Starting at the first line of the records below, reproduce every line up to and including the line with "housing_top = overall_height - mark_thickness", but leave out all pictures.

*** RECORDS FOR THE EXERCISE Section Begins ***

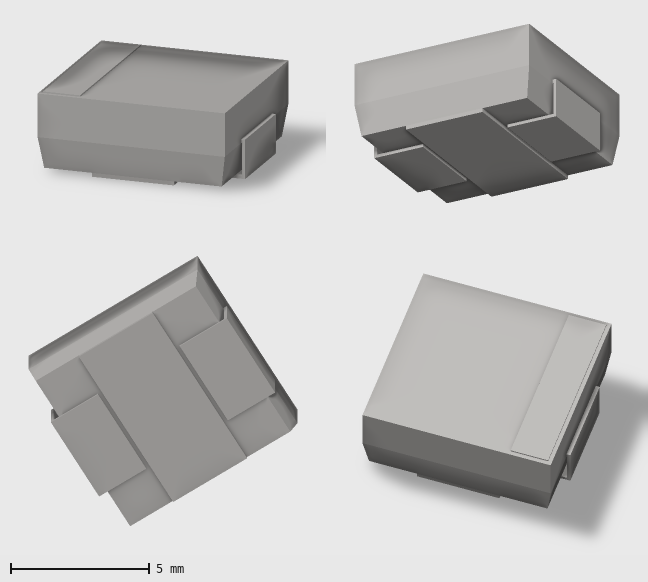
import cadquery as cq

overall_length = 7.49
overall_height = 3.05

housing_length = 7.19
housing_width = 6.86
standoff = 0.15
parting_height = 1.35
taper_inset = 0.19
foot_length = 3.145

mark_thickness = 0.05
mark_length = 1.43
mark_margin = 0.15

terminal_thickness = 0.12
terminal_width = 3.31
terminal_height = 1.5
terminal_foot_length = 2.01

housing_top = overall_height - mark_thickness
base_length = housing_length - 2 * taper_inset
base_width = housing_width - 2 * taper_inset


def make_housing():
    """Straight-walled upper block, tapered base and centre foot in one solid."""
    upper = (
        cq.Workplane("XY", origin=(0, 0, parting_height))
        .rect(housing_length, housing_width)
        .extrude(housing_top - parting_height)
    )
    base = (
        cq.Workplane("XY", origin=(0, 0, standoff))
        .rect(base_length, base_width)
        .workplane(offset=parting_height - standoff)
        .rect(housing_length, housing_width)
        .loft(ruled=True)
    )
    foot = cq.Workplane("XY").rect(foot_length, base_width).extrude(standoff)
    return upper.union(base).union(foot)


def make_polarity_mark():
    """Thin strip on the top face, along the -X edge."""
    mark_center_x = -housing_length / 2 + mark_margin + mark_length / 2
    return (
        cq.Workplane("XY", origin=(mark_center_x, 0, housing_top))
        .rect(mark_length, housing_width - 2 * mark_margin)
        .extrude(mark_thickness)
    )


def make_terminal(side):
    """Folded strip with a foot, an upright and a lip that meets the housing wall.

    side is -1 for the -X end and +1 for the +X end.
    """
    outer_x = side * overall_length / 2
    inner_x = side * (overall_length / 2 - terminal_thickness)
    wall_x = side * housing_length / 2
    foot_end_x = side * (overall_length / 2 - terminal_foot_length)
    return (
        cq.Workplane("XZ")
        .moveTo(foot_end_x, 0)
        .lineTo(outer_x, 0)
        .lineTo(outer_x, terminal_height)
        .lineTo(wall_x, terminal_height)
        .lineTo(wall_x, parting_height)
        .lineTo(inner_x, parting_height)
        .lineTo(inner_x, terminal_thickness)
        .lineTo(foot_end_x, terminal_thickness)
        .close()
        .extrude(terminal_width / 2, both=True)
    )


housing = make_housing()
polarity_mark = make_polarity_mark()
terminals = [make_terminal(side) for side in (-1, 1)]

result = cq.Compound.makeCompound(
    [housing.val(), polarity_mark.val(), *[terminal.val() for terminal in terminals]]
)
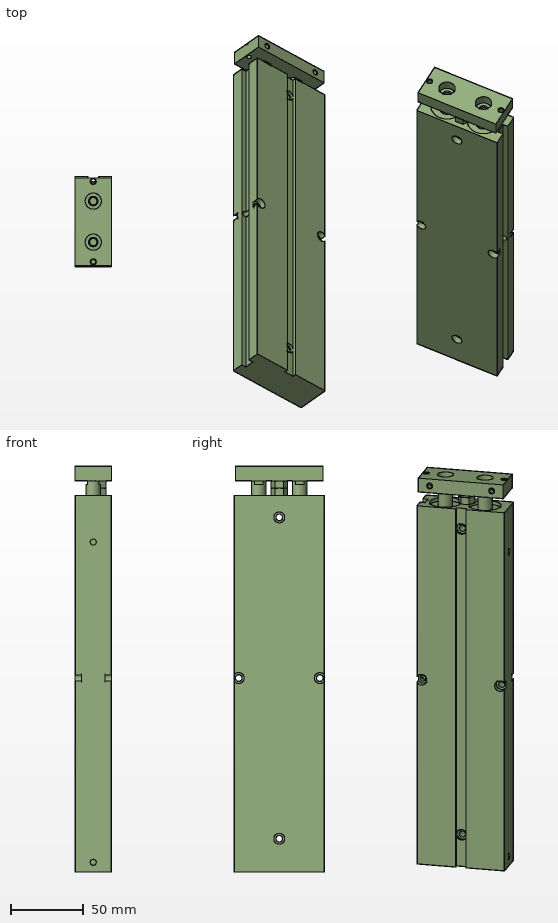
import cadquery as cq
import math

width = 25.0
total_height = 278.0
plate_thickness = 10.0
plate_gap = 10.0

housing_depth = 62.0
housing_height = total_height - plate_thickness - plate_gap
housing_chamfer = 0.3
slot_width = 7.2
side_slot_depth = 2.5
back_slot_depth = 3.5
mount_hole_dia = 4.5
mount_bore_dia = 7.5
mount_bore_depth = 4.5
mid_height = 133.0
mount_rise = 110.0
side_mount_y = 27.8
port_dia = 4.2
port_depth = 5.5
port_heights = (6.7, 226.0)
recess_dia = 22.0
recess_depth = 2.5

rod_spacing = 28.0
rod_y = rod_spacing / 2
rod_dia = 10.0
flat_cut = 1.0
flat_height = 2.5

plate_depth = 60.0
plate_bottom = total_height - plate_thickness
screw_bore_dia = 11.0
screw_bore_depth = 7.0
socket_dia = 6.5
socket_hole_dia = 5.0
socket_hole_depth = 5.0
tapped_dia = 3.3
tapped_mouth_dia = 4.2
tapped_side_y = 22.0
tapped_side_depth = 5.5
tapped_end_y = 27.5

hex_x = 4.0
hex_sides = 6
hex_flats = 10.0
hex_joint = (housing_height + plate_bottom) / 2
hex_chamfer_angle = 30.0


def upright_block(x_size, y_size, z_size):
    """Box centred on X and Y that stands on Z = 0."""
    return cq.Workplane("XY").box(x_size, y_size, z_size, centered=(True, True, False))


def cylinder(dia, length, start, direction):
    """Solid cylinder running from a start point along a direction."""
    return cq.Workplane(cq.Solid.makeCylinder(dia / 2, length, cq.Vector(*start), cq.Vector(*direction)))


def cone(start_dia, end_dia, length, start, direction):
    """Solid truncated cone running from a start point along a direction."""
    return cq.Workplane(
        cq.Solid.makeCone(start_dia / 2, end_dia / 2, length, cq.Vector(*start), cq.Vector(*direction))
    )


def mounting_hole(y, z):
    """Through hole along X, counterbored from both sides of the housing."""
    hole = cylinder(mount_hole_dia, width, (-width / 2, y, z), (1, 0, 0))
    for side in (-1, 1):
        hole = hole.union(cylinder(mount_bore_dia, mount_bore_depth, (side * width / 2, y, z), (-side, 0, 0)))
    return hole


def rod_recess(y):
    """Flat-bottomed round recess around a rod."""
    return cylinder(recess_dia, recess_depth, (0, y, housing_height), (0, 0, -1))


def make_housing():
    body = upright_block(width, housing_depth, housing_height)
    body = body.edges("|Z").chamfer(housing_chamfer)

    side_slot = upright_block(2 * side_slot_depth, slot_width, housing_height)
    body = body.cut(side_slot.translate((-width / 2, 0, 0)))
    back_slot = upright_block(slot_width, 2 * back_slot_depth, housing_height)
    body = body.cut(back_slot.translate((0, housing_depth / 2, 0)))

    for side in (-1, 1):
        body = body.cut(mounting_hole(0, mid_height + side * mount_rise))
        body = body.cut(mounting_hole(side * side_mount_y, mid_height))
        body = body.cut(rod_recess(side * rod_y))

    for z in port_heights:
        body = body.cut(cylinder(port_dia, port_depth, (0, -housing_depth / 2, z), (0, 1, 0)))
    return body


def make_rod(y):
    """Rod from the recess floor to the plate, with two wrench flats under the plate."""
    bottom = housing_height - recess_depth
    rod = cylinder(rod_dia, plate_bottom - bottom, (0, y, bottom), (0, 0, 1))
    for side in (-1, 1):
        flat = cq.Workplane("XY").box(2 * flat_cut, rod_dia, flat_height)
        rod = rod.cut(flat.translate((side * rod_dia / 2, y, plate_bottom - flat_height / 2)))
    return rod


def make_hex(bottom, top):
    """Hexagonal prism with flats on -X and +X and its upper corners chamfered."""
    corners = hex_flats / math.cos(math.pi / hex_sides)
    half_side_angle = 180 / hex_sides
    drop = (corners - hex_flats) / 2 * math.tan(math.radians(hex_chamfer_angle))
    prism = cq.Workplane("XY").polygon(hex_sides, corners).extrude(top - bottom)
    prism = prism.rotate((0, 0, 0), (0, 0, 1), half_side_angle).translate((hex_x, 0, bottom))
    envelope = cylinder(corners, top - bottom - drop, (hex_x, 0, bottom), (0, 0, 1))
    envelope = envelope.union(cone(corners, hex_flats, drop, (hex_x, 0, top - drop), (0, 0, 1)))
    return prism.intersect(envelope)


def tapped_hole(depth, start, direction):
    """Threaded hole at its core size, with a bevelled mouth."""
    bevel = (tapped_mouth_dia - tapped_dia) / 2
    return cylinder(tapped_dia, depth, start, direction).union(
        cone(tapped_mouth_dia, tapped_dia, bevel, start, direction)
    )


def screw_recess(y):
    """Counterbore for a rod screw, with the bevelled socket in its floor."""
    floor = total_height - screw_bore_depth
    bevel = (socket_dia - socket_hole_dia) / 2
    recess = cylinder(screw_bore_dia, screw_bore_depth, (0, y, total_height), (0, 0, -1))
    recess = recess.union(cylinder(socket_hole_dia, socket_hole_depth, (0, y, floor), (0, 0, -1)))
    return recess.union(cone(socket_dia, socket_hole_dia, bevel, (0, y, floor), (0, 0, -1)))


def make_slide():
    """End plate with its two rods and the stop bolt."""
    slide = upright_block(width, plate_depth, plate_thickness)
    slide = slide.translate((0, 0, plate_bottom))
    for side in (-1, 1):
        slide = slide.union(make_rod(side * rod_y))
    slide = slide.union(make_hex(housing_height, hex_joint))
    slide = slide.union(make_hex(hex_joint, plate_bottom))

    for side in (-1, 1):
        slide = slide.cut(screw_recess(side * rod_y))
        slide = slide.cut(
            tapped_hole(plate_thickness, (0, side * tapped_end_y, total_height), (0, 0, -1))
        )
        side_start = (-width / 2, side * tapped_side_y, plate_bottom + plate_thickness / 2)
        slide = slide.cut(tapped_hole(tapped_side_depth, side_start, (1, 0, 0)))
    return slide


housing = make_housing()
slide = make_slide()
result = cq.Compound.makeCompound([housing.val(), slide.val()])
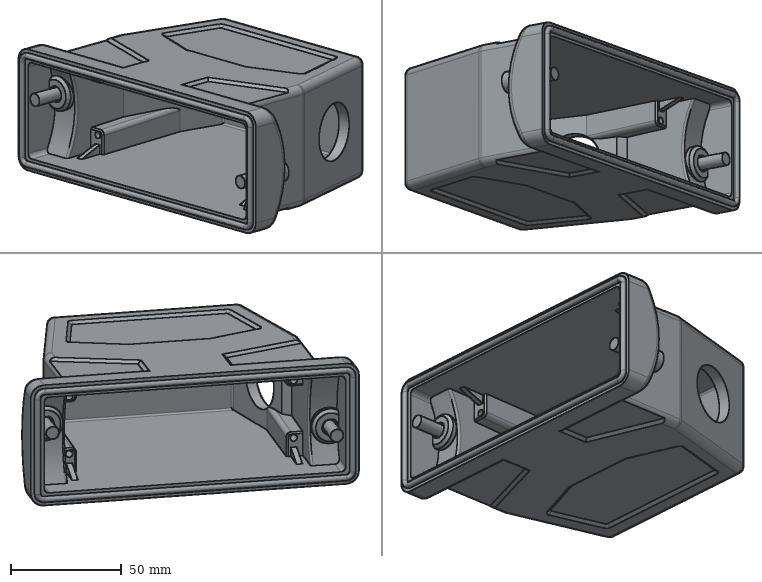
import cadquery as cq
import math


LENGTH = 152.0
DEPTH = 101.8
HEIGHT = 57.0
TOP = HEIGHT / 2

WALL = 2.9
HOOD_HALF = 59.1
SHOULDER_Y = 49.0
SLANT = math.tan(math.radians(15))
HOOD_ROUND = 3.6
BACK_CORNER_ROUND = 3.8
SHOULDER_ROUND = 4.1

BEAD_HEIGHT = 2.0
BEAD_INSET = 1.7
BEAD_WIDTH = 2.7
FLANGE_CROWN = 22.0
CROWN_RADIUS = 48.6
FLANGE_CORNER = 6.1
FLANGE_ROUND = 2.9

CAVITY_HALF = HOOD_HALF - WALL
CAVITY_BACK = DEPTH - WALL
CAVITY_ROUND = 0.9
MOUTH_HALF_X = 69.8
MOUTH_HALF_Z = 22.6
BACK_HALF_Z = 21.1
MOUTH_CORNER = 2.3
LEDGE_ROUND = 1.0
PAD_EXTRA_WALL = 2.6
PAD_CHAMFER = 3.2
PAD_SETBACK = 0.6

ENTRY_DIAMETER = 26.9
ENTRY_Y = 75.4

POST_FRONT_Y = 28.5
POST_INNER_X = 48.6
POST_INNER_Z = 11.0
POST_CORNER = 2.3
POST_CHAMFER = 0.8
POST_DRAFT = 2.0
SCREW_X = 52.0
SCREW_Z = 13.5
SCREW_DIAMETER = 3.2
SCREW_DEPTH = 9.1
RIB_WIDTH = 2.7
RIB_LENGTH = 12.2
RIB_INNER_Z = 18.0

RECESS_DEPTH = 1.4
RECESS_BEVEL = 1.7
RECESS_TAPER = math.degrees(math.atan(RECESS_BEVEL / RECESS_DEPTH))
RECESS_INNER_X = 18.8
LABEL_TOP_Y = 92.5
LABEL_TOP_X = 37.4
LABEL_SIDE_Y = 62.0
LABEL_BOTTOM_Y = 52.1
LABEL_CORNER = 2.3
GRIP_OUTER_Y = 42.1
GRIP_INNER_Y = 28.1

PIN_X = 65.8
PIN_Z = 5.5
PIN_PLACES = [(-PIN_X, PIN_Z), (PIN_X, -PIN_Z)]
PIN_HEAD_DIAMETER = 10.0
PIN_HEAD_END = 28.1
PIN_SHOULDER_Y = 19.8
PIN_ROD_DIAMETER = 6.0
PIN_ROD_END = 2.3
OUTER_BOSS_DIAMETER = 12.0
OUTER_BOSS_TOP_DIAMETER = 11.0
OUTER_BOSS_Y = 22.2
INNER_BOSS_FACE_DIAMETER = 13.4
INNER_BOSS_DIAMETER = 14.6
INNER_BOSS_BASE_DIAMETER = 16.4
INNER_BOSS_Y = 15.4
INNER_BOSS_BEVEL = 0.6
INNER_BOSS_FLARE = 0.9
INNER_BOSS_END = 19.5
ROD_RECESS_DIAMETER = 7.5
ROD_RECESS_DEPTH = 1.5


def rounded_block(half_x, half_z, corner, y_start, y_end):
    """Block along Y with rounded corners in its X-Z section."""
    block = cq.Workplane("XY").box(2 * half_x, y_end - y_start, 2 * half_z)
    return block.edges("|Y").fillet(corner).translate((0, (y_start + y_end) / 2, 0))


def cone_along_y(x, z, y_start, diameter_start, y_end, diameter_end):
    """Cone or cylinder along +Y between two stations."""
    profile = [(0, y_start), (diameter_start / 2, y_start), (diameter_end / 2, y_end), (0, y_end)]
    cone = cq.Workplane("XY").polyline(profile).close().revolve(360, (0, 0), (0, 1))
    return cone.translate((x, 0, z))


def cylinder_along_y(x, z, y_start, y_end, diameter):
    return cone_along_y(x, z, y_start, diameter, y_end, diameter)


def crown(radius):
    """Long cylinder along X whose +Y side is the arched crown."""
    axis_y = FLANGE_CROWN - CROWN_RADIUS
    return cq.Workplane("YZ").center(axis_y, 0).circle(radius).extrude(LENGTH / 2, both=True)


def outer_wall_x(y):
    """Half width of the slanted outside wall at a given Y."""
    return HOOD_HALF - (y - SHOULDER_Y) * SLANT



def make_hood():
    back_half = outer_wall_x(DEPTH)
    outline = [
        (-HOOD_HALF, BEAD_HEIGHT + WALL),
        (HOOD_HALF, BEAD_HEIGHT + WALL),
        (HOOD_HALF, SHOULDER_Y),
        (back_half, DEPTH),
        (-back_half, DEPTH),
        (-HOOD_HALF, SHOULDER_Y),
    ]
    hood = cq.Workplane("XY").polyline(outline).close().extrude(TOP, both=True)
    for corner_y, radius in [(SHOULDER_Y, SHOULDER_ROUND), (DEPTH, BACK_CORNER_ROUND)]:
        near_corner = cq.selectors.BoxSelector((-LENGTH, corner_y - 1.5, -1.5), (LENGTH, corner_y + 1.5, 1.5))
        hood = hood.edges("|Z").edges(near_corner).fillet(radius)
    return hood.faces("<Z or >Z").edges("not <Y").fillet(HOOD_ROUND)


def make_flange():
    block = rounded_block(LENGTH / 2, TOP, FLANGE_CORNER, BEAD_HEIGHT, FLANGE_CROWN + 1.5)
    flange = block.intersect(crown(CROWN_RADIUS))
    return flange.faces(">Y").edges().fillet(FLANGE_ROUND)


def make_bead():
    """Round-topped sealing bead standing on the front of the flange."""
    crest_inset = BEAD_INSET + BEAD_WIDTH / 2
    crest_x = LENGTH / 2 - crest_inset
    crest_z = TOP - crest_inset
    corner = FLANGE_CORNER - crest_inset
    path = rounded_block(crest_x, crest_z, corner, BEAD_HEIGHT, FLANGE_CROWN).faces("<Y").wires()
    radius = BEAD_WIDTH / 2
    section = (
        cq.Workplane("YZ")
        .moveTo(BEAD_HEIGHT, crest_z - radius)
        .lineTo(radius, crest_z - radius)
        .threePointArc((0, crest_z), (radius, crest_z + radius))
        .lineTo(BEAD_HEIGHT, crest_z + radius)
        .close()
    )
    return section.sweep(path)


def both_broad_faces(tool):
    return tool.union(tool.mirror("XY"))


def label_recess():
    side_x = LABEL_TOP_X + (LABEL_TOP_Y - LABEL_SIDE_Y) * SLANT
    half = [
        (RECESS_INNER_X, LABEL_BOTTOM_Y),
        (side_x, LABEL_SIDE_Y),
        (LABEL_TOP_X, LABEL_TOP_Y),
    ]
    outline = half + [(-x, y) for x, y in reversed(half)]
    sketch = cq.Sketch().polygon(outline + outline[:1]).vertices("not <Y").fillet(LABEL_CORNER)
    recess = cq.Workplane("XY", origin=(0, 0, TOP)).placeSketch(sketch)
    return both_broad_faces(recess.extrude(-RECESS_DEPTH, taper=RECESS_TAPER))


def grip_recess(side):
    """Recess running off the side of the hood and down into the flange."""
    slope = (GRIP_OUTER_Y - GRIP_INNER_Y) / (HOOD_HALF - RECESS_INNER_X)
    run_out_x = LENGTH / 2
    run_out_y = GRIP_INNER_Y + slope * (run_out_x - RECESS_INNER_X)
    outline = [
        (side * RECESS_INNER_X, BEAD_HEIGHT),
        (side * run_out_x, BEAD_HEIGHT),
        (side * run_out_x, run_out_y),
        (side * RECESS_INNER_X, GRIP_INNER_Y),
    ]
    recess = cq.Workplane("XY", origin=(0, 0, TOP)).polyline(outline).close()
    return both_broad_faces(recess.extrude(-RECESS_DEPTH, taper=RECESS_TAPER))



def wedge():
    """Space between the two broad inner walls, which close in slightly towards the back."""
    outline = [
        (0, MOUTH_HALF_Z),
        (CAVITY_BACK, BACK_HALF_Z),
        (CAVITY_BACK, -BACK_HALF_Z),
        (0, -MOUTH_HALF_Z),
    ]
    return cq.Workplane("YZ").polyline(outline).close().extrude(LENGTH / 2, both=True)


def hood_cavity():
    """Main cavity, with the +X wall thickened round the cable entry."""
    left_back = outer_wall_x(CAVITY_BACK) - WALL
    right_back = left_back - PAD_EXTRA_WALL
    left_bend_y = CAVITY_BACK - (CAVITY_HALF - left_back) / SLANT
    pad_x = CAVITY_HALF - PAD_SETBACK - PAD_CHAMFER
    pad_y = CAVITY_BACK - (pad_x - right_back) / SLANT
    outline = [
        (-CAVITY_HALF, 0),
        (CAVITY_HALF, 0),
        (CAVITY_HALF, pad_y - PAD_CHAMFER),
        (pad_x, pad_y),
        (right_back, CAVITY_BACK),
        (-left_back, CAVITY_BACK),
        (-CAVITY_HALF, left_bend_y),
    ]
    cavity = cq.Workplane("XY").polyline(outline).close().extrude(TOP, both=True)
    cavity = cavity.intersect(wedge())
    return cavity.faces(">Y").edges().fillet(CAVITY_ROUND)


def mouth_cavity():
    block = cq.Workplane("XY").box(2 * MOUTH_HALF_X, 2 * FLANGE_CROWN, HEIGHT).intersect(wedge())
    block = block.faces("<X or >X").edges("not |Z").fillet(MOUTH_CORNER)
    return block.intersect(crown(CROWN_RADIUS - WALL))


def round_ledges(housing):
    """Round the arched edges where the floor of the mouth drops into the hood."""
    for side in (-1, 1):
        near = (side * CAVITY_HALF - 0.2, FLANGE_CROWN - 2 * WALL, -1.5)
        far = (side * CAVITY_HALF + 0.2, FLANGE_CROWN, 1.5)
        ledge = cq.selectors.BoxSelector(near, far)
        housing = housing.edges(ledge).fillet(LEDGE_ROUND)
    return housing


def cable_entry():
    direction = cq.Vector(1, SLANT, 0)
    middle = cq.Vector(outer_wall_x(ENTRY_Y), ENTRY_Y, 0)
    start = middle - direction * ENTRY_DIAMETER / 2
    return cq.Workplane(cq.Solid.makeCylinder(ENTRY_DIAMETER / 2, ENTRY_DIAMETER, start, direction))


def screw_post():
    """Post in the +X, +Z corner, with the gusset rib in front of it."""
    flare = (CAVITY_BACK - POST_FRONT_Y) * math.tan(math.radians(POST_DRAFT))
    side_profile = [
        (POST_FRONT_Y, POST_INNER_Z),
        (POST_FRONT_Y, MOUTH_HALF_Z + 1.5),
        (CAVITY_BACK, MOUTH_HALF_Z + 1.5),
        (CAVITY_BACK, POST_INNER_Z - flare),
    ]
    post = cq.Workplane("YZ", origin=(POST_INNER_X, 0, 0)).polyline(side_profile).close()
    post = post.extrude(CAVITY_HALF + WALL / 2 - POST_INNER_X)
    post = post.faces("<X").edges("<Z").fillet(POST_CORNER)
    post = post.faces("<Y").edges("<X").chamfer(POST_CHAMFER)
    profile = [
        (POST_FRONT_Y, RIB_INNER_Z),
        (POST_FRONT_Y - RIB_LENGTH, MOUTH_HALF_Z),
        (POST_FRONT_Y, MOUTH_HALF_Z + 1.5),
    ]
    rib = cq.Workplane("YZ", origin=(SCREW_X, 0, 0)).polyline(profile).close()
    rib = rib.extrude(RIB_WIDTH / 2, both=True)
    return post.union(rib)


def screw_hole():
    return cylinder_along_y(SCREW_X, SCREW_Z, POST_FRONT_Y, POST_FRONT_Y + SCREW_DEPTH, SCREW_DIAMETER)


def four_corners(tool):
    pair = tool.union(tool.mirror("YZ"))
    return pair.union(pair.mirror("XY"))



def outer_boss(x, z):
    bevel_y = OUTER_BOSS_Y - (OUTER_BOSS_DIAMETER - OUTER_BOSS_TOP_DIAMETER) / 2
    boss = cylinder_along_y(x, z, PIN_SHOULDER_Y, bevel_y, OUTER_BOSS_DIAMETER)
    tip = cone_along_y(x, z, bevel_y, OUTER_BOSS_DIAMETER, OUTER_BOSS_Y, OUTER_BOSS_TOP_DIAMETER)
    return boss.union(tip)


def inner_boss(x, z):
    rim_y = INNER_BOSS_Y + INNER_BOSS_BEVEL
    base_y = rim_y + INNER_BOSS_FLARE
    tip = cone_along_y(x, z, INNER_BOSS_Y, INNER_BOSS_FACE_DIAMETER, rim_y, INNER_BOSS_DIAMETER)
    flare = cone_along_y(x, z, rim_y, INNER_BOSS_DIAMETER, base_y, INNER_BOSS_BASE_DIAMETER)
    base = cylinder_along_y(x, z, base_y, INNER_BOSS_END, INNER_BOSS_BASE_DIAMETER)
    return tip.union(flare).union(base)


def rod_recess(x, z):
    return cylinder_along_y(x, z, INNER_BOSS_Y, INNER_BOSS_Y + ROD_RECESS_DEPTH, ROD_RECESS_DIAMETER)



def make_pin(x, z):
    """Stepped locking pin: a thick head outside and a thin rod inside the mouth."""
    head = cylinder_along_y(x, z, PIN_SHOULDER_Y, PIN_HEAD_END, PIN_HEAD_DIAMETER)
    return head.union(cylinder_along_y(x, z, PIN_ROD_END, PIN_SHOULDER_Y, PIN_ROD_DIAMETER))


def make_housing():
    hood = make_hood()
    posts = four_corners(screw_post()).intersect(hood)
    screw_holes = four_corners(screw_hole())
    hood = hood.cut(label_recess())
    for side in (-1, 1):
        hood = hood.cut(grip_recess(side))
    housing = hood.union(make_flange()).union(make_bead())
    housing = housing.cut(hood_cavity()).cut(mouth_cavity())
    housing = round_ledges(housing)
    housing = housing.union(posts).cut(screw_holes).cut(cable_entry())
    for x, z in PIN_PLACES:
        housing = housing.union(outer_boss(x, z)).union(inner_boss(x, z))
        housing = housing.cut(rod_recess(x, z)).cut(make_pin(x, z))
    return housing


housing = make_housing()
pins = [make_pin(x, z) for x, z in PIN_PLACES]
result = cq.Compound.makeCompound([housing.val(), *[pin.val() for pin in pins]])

*** RECORDS FOR THE EXERCISE Section Ends ***

WRITTEN RESPONSE:
import cadquery as cq

overall_length = 7.49
overall_height = 3.05

housing_length = 7.19
housing_width = 6.86
standoff = 0.15
parting_height = 1.35
taper_inset = 0.19
foot_length = 3.145

mark_thickness = 0.05
mark_length = 1.43
mark_margin = 0.15

terminal_thickness = 0.12
terminal_width = 3.31
terminal_height = 1.5
terminal_foot_length = 2.01

housing_top = overall_height - mark_thickness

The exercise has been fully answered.